To keep track of all changes in a project, it’s handy to have an end to end tool. This will allow you to see the maximum and current capacity of your resources.

3. Forecasting Utilization

Time tracking gives your agency precise profitability data which can be used to make better decisions that will help you steer your agency’s future.

Forecasted usage is an important metric to keep track of. Billable utilization is an important metric to monitor as your work revolves around providing services to clients. Software development agencies aim to maintain their billable utilization rates between 75 and 85 percent.

4. Forecasting Revenue

Once you have mapped out your resource planning, you can now focus on what every company must do to succeed in the long term: forecasting agency revenues.

Productive allows you to forecast your revenue using forecasting charts or budget overviews. Different reports allow you to dig into your data more deeply.

Forecasting charts

The main players in this play are your project budgets, and the scheduled resources.

Productive will forecast the amount of budget you will use in the future, as well as your projected profit, revenue and billable time.

As a project manager, you will notice that forecasting revenue for certain budgets can help you communicate with your customers and teammates.

Productive Insights

You can customize a financial insight by filtering revenue by revenue and grouping data by date. This will allow you to forecast how much revenue each project is likely to bring in each month.

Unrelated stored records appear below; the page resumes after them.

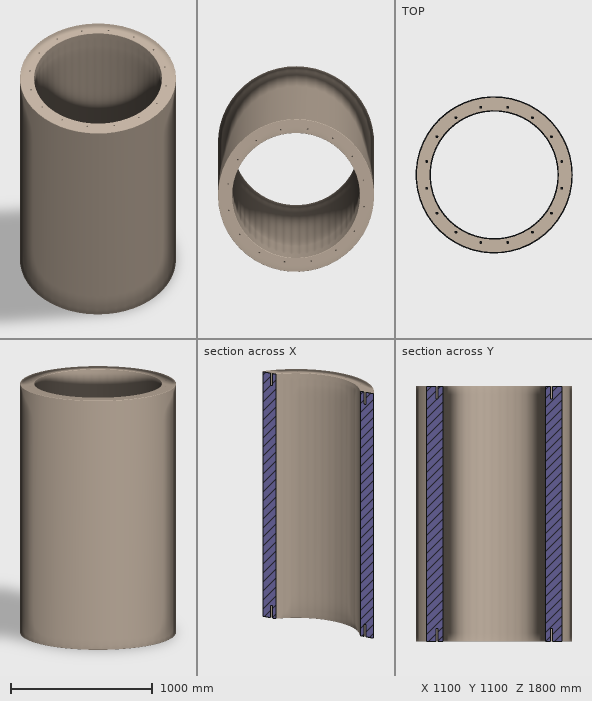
import cadquery as cq

height = 1800.0
outer_diameter = 1100.0
inner_diameter = 900.0
edge_chamfer = 2.0

hole_count = 16
hole_diameter = 12.0
hole_circle_diameter = 970.0
hole_depth = 90.0
hole_pitch = 360.0 / hole_count


def chamfered_tube():
    """Plain tube with every rim broken by a small chamfer."""
    tube = (
        cq.Workplane("XY")
        .circle(outer_diameter / 2)
        .circle(inner_diameter / 2)
        .extrude(height)
    )
    return tube.faces("<Z or >Z").edges().chamfer(edge_chamfer)


def drill_end_face(tube, face):
    """Drill blind holes in one end, straddling the X and Y axes."""
    return (
        tube.faces(face)
        .workplane(origin=(0, 0, 0))
        .polarArray(hole_circle_diameter / 2, hole_pitch / 2, 360, hole_count)
        .hole(hole_diameter, hole_depth)
    )


result = chamfered_tube()
for end_face in (">Z", "<Z"):
    result = drill_end_face(result, end_face)

Forecasting Revenue with Retainer Agreements

Working with clients on a retainer is different from working with them on an hourly or lump-sum payment arrangement. This means that only a portion of your services (and resources), are booked each month. A retainer fee allows you to forecast a specific amount of revenue for your agency each month.

Productive makes it easy to manage retainer agreements by creating recurring budgets. You can create a budget in Productive by following these steps:

  1. Make a budget change
  2. It should be a recurring expense
  3. You can choose a budget interval and the next occurrence. This will be the date that Productive creates a new budget automatically for you.
  4. Last, add time, services, and rates to the recurring budget.

Don’t Get Left Behind

You have a vision for a better future. However, you can only predict the future with consolidated and current data.

This article will show you how to forecast four key metrics which can have an impact on the future of your agency. Now, it’s time to put your focus on forecasting. You can predict the future and be ahead of the curve. Examine your sales pipeline, expense tracking, and resource allocation data.

About the author

Kobe Digital is a unified team of performance marketing, design, and video production experts. Our mastery of these disciplines is what makes us effective. Our ability to integrate them seamlessly is what makes us unique.